Filter on the word "connect": copy each matching line from the listing below.

## Data for analysis:
──────
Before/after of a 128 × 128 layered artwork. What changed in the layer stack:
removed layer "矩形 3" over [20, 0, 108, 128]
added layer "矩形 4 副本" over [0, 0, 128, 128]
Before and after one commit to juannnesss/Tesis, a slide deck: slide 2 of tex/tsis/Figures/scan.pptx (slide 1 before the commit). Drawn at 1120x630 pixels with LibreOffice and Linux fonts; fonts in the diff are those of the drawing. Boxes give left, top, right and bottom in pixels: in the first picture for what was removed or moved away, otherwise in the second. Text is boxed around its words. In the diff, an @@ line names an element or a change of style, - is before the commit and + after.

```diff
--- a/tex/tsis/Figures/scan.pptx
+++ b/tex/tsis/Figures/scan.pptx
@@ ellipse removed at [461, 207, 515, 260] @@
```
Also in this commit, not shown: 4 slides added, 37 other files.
──────
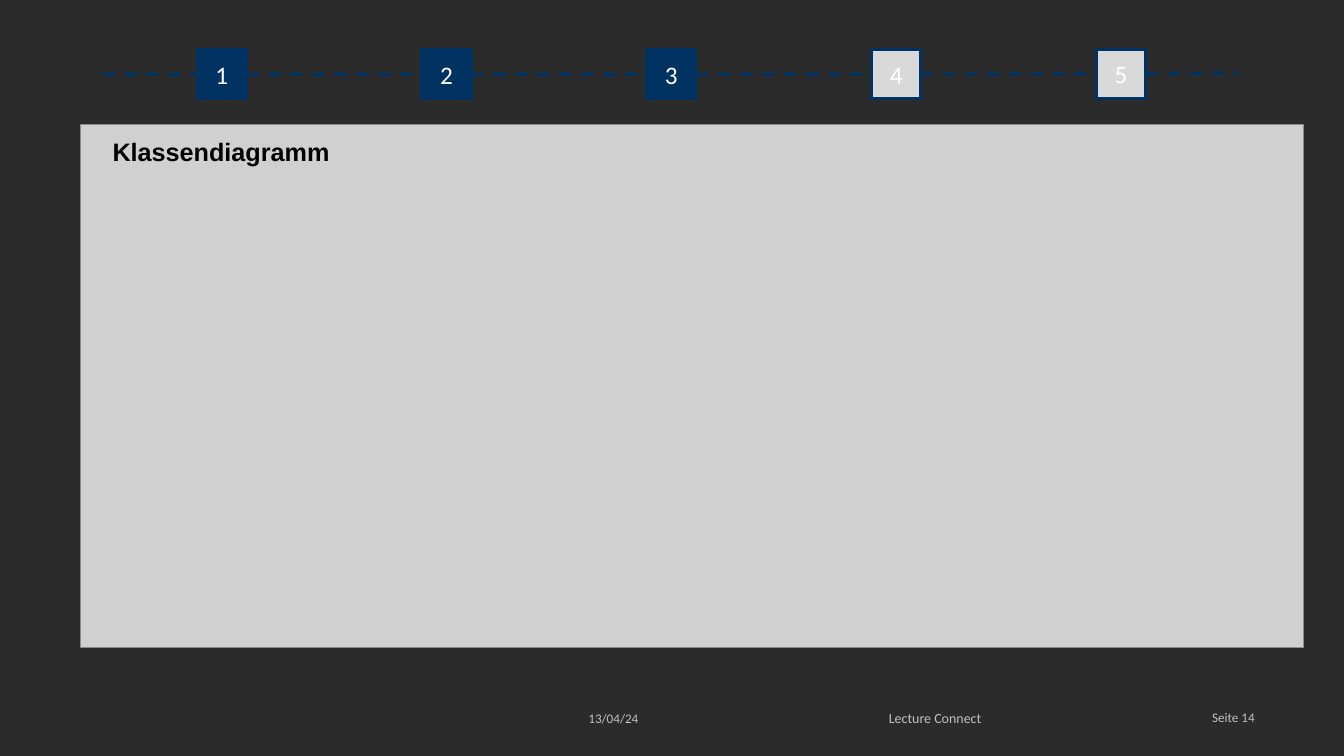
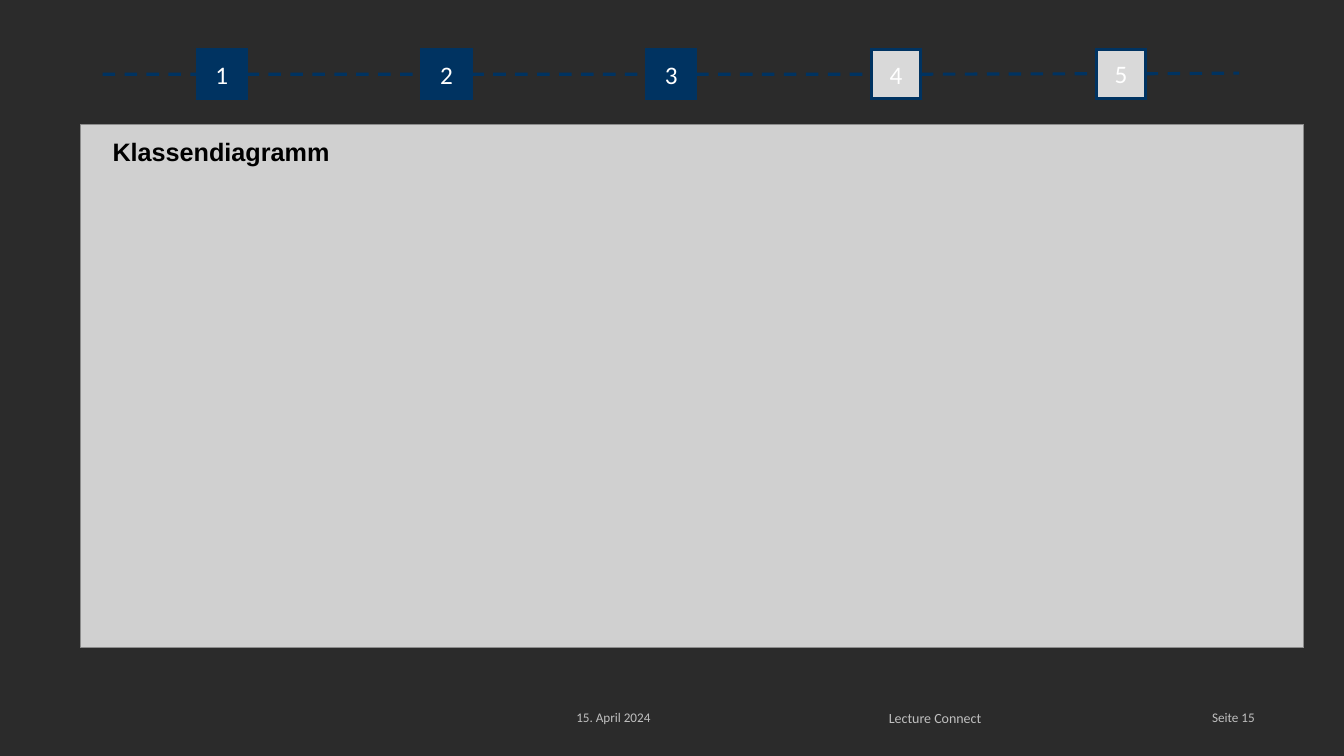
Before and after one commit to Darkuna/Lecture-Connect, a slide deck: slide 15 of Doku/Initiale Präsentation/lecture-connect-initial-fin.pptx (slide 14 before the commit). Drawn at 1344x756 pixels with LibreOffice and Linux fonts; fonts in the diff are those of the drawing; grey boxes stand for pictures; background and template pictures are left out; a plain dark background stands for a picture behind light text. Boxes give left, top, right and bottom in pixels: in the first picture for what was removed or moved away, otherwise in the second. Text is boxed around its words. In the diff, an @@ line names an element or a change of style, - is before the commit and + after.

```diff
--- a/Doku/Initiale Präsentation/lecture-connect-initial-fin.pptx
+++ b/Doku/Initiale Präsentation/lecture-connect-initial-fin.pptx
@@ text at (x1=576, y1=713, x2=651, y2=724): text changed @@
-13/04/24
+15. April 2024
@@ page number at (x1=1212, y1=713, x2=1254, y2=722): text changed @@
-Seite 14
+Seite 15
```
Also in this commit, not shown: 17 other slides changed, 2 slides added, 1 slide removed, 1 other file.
──────
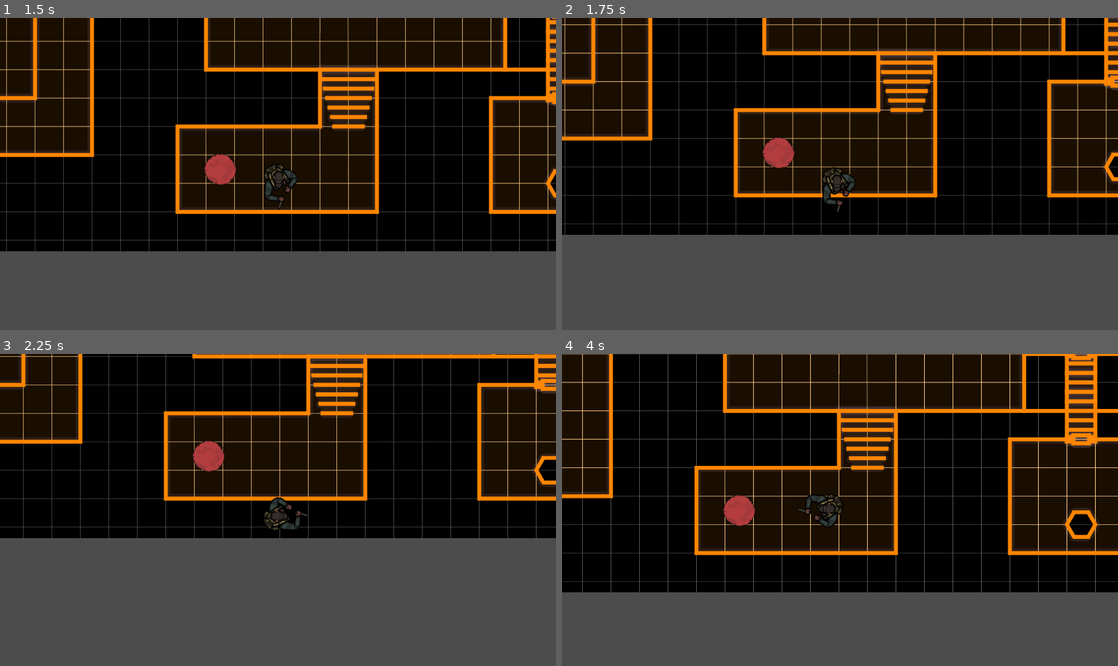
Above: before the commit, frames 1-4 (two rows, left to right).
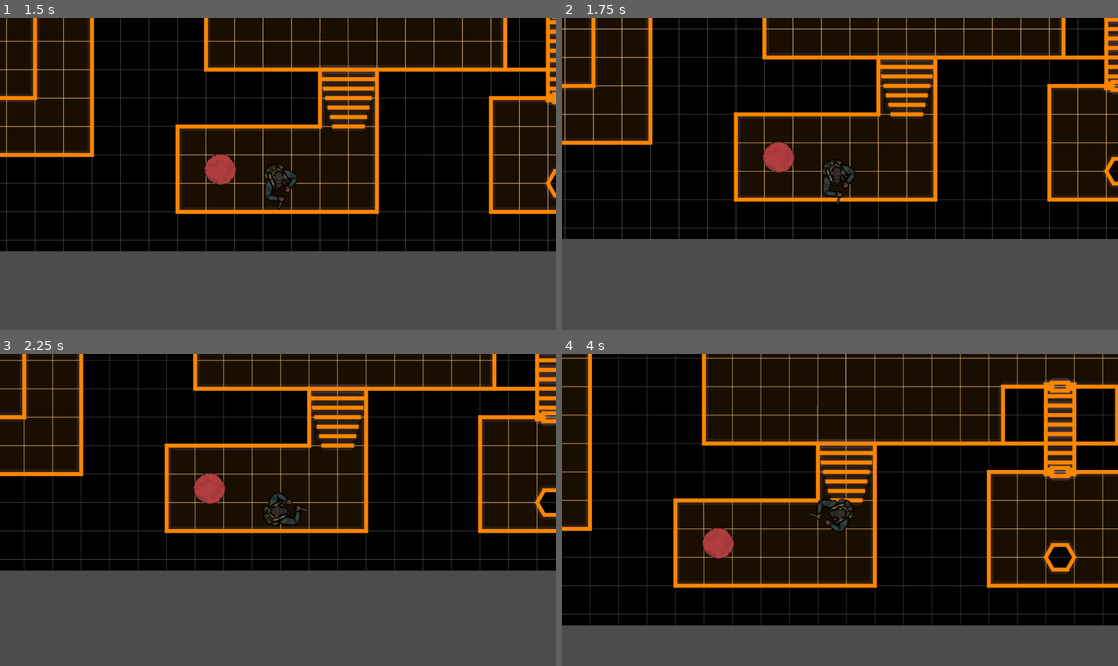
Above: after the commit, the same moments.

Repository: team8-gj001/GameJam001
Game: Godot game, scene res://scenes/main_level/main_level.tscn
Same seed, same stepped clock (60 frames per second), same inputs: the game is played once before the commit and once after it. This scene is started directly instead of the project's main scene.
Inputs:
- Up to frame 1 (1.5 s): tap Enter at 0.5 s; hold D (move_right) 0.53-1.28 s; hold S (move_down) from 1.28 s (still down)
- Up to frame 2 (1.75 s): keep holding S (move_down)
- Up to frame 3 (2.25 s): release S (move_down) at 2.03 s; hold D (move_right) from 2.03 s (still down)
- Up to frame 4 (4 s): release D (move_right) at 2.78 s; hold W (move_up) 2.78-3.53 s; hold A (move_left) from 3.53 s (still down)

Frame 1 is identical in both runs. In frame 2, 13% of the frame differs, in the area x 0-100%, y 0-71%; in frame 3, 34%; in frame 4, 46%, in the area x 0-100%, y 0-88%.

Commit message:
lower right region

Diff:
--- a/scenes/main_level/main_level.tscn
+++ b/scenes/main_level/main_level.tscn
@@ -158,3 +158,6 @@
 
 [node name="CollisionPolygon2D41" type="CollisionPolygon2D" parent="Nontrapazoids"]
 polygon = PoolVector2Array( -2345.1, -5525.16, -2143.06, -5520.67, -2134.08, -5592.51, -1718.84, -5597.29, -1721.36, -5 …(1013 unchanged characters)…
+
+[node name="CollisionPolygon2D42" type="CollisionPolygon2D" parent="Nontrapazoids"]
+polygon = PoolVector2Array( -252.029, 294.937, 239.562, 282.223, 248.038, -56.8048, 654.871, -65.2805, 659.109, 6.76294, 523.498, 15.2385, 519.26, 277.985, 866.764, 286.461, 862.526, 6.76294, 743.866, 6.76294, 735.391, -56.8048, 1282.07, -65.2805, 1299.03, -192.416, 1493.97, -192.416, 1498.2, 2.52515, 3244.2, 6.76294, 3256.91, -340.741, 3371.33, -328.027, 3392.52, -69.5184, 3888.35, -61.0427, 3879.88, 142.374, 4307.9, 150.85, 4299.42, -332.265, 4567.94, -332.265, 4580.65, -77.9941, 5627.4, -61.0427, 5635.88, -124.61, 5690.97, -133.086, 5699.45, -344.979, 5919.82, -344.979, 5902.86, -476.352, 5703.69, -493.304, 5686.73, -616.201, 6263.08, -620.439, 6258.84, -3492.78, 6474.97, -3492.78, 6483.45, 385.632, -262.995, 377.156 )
──────
## Exercise solution:
Before and after one commit to Darkuna/Lecture-Connect, a slide deck: slide 15 of Doku/Initiale Präsentation/lecture-connect-initial-fin.pptx (slide 14 before the commit). Drawn at 1344x756 pixels with LibreOffice and Linux fonts; fonts in the diff are those of the drawing; grey boxes stand for pictures; background and template pictures are left out; a plain dark background stands for a picture behind light text. Boxes give left, top, right and bottom in pixels: in the first picture for what was removed or moved away, otherwise in the second. Text is boxed around its words. In the diff, an @@ line names an element or a change of style, - is before the commit and + after.
--- a/Doku/Initiale Präsentation/lecture-connect-initial-fin.pptx
+++ b/Doku/Initiale Präsentation/lecture-connect-initial-fin.pptx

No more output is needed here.